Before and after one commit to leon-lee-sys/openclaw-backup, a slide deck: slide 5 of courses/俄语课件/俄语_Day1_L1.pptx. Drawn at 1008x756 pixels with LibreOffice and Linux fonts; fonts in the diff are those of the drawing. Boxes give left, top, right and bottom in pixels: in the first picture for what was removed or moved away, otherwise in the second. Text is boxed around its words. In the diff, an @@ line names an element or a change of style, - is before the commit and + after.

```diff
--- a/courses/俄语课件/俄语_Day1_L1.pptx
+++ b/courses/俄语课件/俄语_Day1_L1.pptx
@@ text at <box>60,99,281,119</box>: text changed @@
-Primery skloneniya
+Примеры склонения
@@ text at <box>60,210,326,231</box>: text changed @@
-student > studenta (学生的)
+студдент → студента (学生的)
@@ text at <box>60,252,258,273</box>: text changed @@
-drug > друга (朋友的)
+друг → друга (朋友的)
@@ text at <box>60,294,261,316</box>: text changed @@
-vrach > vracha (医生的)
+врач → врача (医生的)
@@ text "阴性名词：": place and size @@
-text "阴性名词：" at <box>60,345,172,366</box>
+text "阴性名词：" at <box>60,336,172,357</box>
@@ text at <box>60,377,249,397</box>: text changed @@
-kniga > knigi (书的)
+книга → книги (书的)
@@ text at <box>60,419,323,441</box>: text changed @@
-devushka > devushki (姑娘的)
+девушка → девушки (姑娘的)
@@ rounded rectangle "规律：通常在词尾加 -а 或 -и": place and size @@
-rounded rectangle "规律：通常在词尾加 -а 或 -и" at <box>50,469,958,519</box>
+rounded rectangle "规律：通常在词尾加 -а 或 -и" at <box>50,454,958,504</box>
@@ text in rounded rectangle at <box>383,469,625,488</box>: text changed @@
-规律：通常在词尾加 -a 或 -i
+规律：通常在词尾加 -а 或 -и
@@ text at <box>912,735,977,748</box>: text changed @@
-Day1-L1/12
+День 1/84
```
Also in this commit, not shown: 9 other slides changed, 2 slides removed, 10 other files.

-- -- --

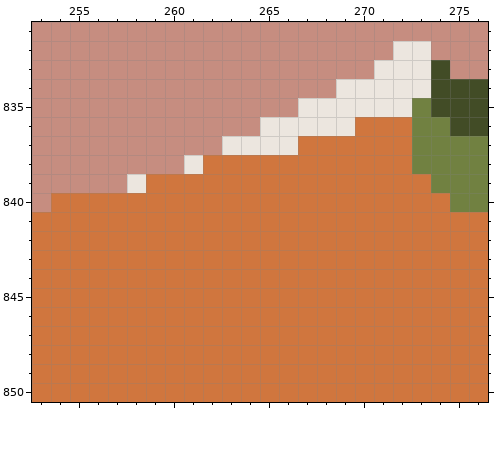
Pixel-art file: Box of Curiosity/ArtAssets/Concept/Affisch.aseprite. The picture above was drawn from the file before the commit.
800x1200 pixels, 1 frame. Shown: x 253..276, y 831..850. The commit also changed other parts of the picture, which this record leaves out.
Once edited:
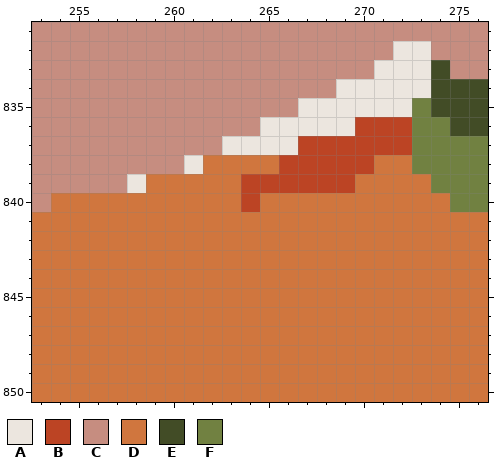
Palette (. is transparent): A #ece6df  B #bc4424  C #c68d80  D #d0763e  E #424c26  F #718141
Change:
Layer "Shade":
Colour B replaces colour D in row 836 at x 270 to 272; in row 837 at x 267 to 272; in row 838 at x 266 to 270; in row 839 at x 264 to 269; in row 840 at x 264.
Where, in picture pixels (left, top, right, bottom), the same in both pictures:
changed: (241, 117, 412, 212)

-- -- --

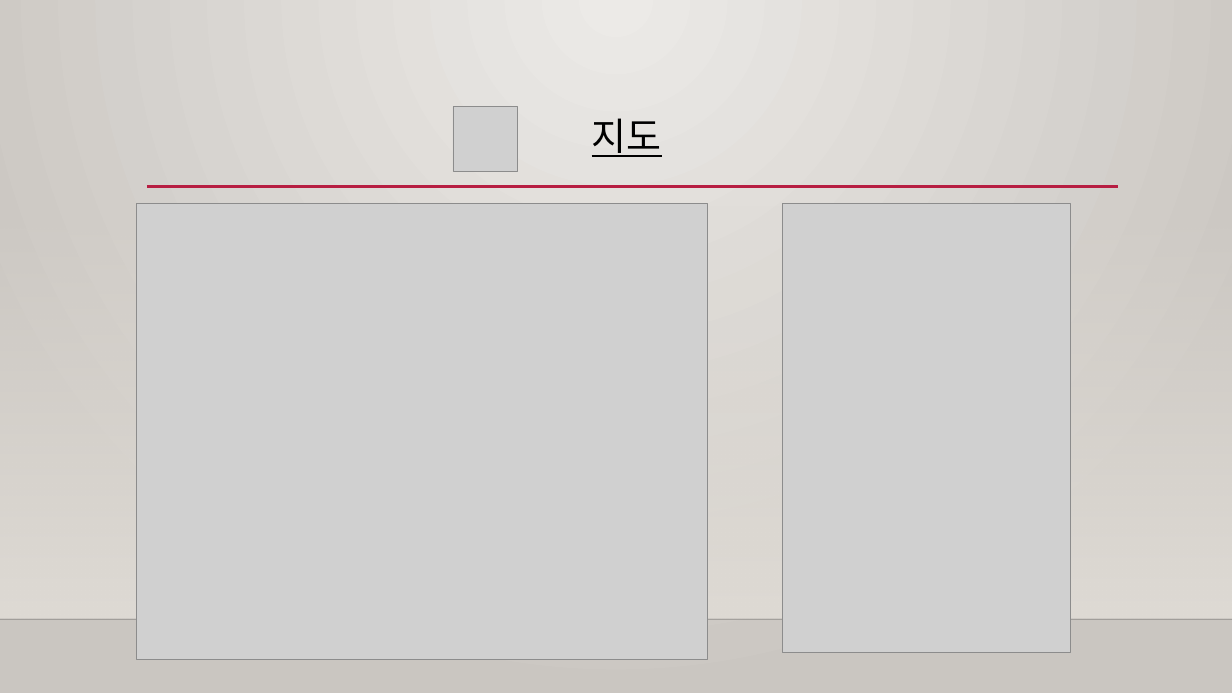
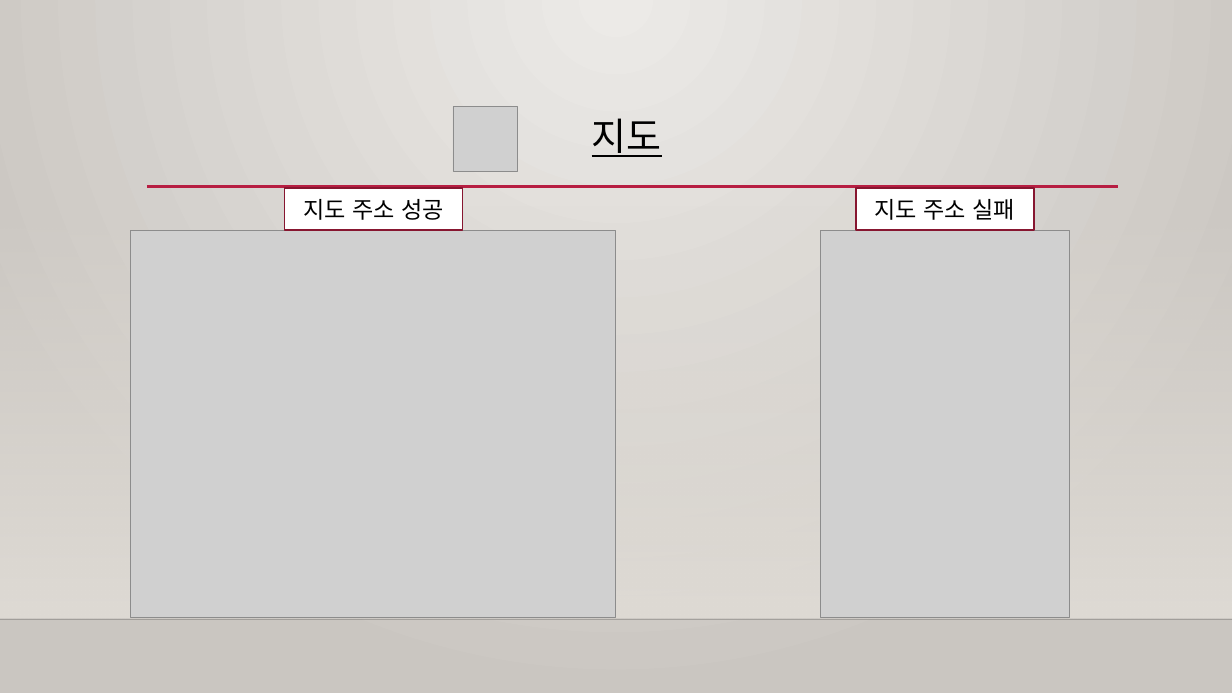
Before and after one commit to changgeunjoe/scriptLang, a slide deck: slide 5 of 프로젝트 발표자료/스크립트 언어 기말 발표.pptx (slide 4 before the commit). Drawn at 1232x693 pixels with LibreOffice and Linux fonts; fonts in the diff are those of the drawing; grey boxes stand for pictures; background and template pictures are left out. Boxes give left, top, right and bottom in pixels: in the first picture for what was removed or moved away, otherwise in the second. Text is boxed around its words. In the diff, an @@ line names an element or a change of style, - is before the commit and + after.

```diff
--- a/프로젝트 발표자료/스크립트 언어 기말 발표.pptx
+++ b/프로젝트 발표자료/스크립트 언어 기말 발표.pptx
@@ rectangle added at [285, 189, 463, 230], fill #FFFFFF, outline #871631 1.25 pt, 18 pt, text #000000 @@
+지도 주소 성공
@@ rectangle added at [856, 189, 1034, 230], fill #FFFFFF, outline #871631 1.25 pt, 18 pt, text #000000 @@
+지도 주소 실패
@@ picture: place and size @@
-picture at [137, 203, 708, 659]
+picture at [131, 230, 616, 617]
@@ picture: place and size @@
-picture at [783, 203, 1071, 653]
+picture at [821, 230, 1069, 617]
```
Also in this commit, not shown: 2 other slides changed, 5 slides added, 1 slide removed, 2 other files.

-- -- --

## What to produce
Using the records above, pull out each line where the word "outline" occurs.

## Task answer
@@ rectangle added at [285, 189, 463, 230], fill #FFFFFF, outline #871631 1.25 pt, 18 pt, text #000000 @@
@@ rectangle added at [856, 189, 1034, 230], fill #FFFFFF, outline #871631 1.25 pt, 18 pt, text #000000 @@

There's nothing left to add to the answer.